CPU 详细参数见 `./lscpu.out` 。

## 测量缓存大小

- 访存序列

  设访存区间大小为 $m$ 字节，步长 $l$ ，访存序列为 $a_{m,l}(n)= (n \times l) \ \text{mod} \ m$，其中 $n=0,\cdots,1\times10^9$。实验中操作单位选为 `uint8_t` 。

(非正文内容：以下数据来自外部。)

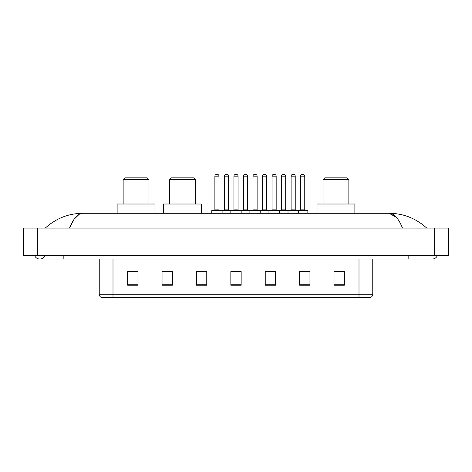 <?xml version="1.0" encoding="UTF-8"?>
<svg xmlns="http://www.w3.org/2000/svg" width="472" height="472" viewBox="0 0 472 472"><rect width="100%" height="100%" fill="white"/><g stroke="black" fill="none" stroke-linecap="round" stroke-linejoin="round"><path stroke-width="0.71" d="M34.663 255.606A5.505 5.505 0 0 0 44.869 255.606A5.505 5.505 0 0 1 34.663 255.606A5.505 5.505 0 0 0 39.766 259.045A5.505 5.505 0 0 1 34.663 255.606M437.337 255.606A5.505 5.505 0 0 1 432.234 259.045A5.505 5.505 0 0 0 437.337 255.606A5.505 5.505 0 0 1 432.234 259.045A5.505 5.505 0 0 0 437.337 255.606M402.486 228.088C398.539 218.377 394.108 213.444 389.188 213.297L82.812 213.297C77.892 213.444 73.461 218.377 69.514 228.088L74.145 219.197L79.237 214.264M37.359 228.088L448.4 228.088L448.4 255.606L23.6 255.606L23.6 228.088L37.359 228.088L37.359 255.606M425.561 227.026L426.729 228.088C415.903 218.335 403.389 213.409 389.188 213.297L396.533 217.48M46.439 227.026L45.271 228.088C56.044 218.359 68.558 213.427 82.812 213.297M359.003 297.572L359.003 294.268L372.762 294.268C372.668 295.914 371.842 297.018 370.284 297.572L101.716 297.572A3.44 3.44 0 0 1 99.238 294.268L99.238 259.045M344.348 285.224L344.348 271.465L334.028 271.465L334.028 285.224L344.348 285.224M309.951 285.224L309.951 271.465L299.632 271.465L299.632 285.224L309.951 285.224M275.554 285.224L275.554 271.465L265.234 271.465L265.234 285.224L275.554 285.224M137.971 285.224L137.971 271.465L127.652 271.465L127.652 285.224L137.971 285.224M172.368 285.224L172.368 271.465L162.049 271.465L162.049 285.224L172.368 285.224M206.765 285.224L206.765 271.465L196.446 271.465L196.446 285.224L206.765 285.224M241.157 285.224L241.157 271.465L230.843 271.465L230.843 285.224L241.157 285.224M352.743 297.572L112.997 297.572L112.997 294.268L359.003 294.268L359.003 259.045M300.115 271.53L305.278 271.53M206.765 271.465L196.446 271.53L206.765 271.465M170.026 271.53L172.368 271.53M271.53 271.53L267.164 271.53M233.422 271.53L238.578 271.53M137.971 271.53L127.652 271.53M275.554 271.53L265.234 271.53M344.348 271.53L334.028 271.53M123.145 179.59L148.94 179.59L147.223 177.867L124.862 177.867L123.145 179.59L123.145 204.01M148.94 179.59L148.94 204.01M154.963 213.297L154.963 204.01L117.127 204.01L117.127 213.297M169.513 179.59L195.308 179.59L193.591 177.867L171.23 177.867L169.513 179.59L169.513 204.01M195.308 179.59L195.308 204.01M201.326 213.297L201.326 204.01L163.489 204.01L163.489 213.297M323.06 179.59L348.855 179.59L347.138 177.867L324.777 177.867L323.06 179.59L323.06 204.01M348.855 179.59L348.855 204.01M354.873 213.297L354.873 204.01L317.036 204.01L317.036 213.297M297.879 210.205L307.508 210.205A0.342 0.342 0 0 1 307.856 210.547L211.786 210.547A0.342 0.342 0 0 1 212.129 210.205L221.757 210.205A0.342 0.342 0 0 1 222.105 210.547L222.105 213.297M219.008 176.15L214.878 176.15A1.717 1.717 0 0 1 216.601 174.428L217.291 174.428A1.717 1.717 0 0 1 219.008 176.15L219.008 209.857A0.342 0.342 0 0 0 219.35 210.205M214.878 176.15L214.878 209.857A0.342 0.342 0 0 1 214.536 210.205M211.786 210.547L211.786 213.297M230.843 213.297L230.843 210.547A0.342 0.342 0 0 1 231.186 210.205L240.814 210.205A0.342 0.342 0 0 1 241.157 210.547L241.157 213.297M238.065 176.15L233.935 176.15A1.717 1.717 0 0 1 235.658 174.428L236.342 174.428A1.717 1.717 0 0 1 238.065 176.15L238.065 209.857A0.342 0.342 0 0 0 238.407 210.205M233.935 176.15L233.935 209.857A0.342 0.342 0 0 1 233.593 210.205M249.894 213.297L249.894 210.547A0.342 0.342 0 0 1 250.243 210.205L259.871 210.205A0.342 0.342 0 0 1 260.214 210.547L260.214 213.297M257.122 176.15L252.992 176.15A1.717 1.717 0 0 1 254.709 174.428L255.399 174.428A1.717 1.717 0 0 1 257.122 176.15L257.122 209.857A0.342 0.342 0 0 0 257.464 210.205M252.992 176.15L252.992 209.857A0.342 0.342 0 0 1 252.65 210.205M268.952 213.297L268.952 210.547A0.342 0.342 0 0 1 269.294 210.205L278.928 210.205A0.342 0.342 0 0 1 279.271 210.547L279.271 213.297M276.173 176.15L272.049 176.15A1.717 1.717 0 0 1 273.766 174.428L274.456 174.428A1.717 1.717 0 0 1 276.173 176.15L276.173 209.857A0.342 0.342 0 0 0 276.521 210.205M272.049 176.15L272.049 209.857A0.342 0.342 0 0 1 271.701 210.205M288.008 213.297L288.008 210.547A0.342 0.342 0 0 1 288.351 210.205L297.985 210.205A0.342 0.342 0 0 1 298.328 210.547L298.328 213.297M295.23 176.15L291.106 176.15A1.717 1.717 0 0 1 292.823 174.428L293.513 174.428A1.717 1.717 0 0 1 295.23 176.15L295.23 209.857A0.342 0.342 0 0 0 295.572 210.205M291.106 176.15L291.106 209.857A0.342 0.342 0 0 1 290.758 210.205M231.286 210.205L221.657 210.205M224.406 176.15A1.717 1.717 0 0 1 226.129 174.428L226.814 174.428A1.717 1.717 0 0 1 228.536 176.15L224.406 176.15L224.406 209.857A0.342 0.342 0 0 1 224.064 210.205M228.536 176.15L228.536 209.857A0.342 0.342 0 0 0 228.879 210.205M250.343 210.205L240.714 210.205M243.463 176.15A1.717 1.717 0 0 1 245.186 174.428L245.871 174.428A1.717 1.717 0 0 1 247.593 176.15L243.463 176.15L243.463 209.857A0.342 0.342 0 0 1 243.121 210.205M247.593 176.15L247.593 209.857A0.342 0.342 0 0 0 247.936 210.205M269.4 210.205L259.771 210.205M262.52 176.15A1.717 1.717 0 0 1 264.237 174.428L264.928 174.428A1.717 1.717 0 0 1 266.645 176.15L262.52 176.15L262.52 209.857A0.342 0.342 0 0 1 262.178 210.205M266.645 176.15L266.645 209.857A0.342 0.342 0 0 0 266.993 210.205M288.457 210.205L278.822 210.205M281.577 176.15A1.717 1.717 0 0 1 283.294 174.428L283.985 174.428A1.717 1.717 0 0 1 285.702 176.15L281.577 176.15L281.577 209.857A0.342 0.342 0 0 1 281.229 210.205M285.702 176.15L285.702 209.857A0.342 0.342 0 0 0 286.05 210.205M300.629 176.15A1.717 1.717 0 0 1 302.351 174.428L303.042 174.428A1.717 1.717 0 0 1 304.759 176.15L300.629 176.15L300.629 209.857A0.342 0.342 0 0 1 300.286 210.205M304.759 176.15L304.759 209.857A0.342 0.342 0 0 0 305.101 210.205M307.856 210.547L307.856 213.297M408.156 255.606L408.156 259.045L432.234 259.045M63.844 255.606L63.844 259.045L408.156 259.045M434.641 228.088L434.641 255.606M99.238 294.268L112.997 294.268L112.997 259.045M241.157 284.746L230.843 284.746M206.765 284.746L196.446 284.746M172.368 284.746L162.049 284.746M137.971 284.746L127.652 284.746M275.554 284.746L265.234 284.746M309.951 284.746L299.632 284.746M344.348 284.746L334.028 284.746M214.878 209.857L219.008 209.857M233.935 209.857L238.065 209.857M252.992 209.857L257.122 209.857M272.049 209.857L276.173 209.857M291.106 209.857L295.23 209.857M224.406 209.857L228.536 209.857M243.463 209.857L247.593 209.857M262.52 209.857L266.645 209.857M281.577 209.857L285.702 209.857M300.629 209.857L304.759 209.857M63.844 259.045L39.766 259.045M372.762 294.268L372.762 259.045"/></g></svg>

- 实验结果如下图，其中横轴表示访存区间大小，不同曲线表示不同步长，纵轴表示用时

  ![](assets/result_cache_size.png)

  红线分别表示用 `lscpu` 查询得到的单块 L1D cache 大小，单块 L2 cache 大小和 L3 cache 总大小。可见访存区间长度超过 L1D cache 和 L2 大小后，由于出现 cache miss，访存时间有显著提高，这验证了 L1D cache 和 L2 cache 的大小。

- 思考题

  > 理论上 L2 Cache 的测量与 L1 DCache 没有显著区别。但为什么 L1 DCache 结果匹配但是 L2 Cache 不匹配呢？你的实验有出现这个现象吗？请给出一个合理的解释。

  >

  > 提示：DCache v.s. Cache

  L1D cache 为数据专用 Cache 。L2 cache 为指令和数据共享，其中部分内容会被指令占用，这对数据来说会造成额外的 cache miss，因此测量值偏小。

## 测量缓存行大小

- 访存序列

  开 $m=1\text{GB}$  连续内存，设步长为 $l$ ，访存序列为 $a_{m,l}(n)=(n\times l) \ \text{mod} \ m$ ，其中 $n=1,\cdots,1\times10^8$。实验中操作单位选为 `uint8_t` 。

- 实验结果

  ![](assets/result_cache_line_size.png)

  从步长为 64 开始，相邻两次访存不在同一个缓存行中，访存时间显著增加，这验证了缓存行大小为 64B。

## 测量缓存相连度

采取实验思路1

> - 使用一个 2 倍 Cache Size 大小的数组

>

> - 将数组分为 $2^{n}$ 块，只访问其中的奇数块

>

> - 逐渐增大 n 的取值，当某一次访问变慢的时候，$2^{n-2}$ 就是相联度

- 访存序列

  设 `L1DCache` 大小为 $m$，区间划分数$l=2^1,\cdots,2^7$ ，访存序列为 $a_{m,l}(n)=(n \times \frac{4m}{l}) \ \text{mod} \ 2m $。

- 算法分析

  

  设缓存的相连度为 $a=2^s$，当访存步长小于等于 $\frac{m}{a}$ 时，落在同一个 cache set 中的访存地址的数量将达到 $2a$，此时会出现替换，访存时间显著增加。若当 $l=2^n$ 时，访存时间显著增加，则由 $\frac{4m}{l}=\frac{m}{a}$ 可知 $a=2^{n-2}$。

- 实验结果

  ![](assets/result_cache_associativity.png)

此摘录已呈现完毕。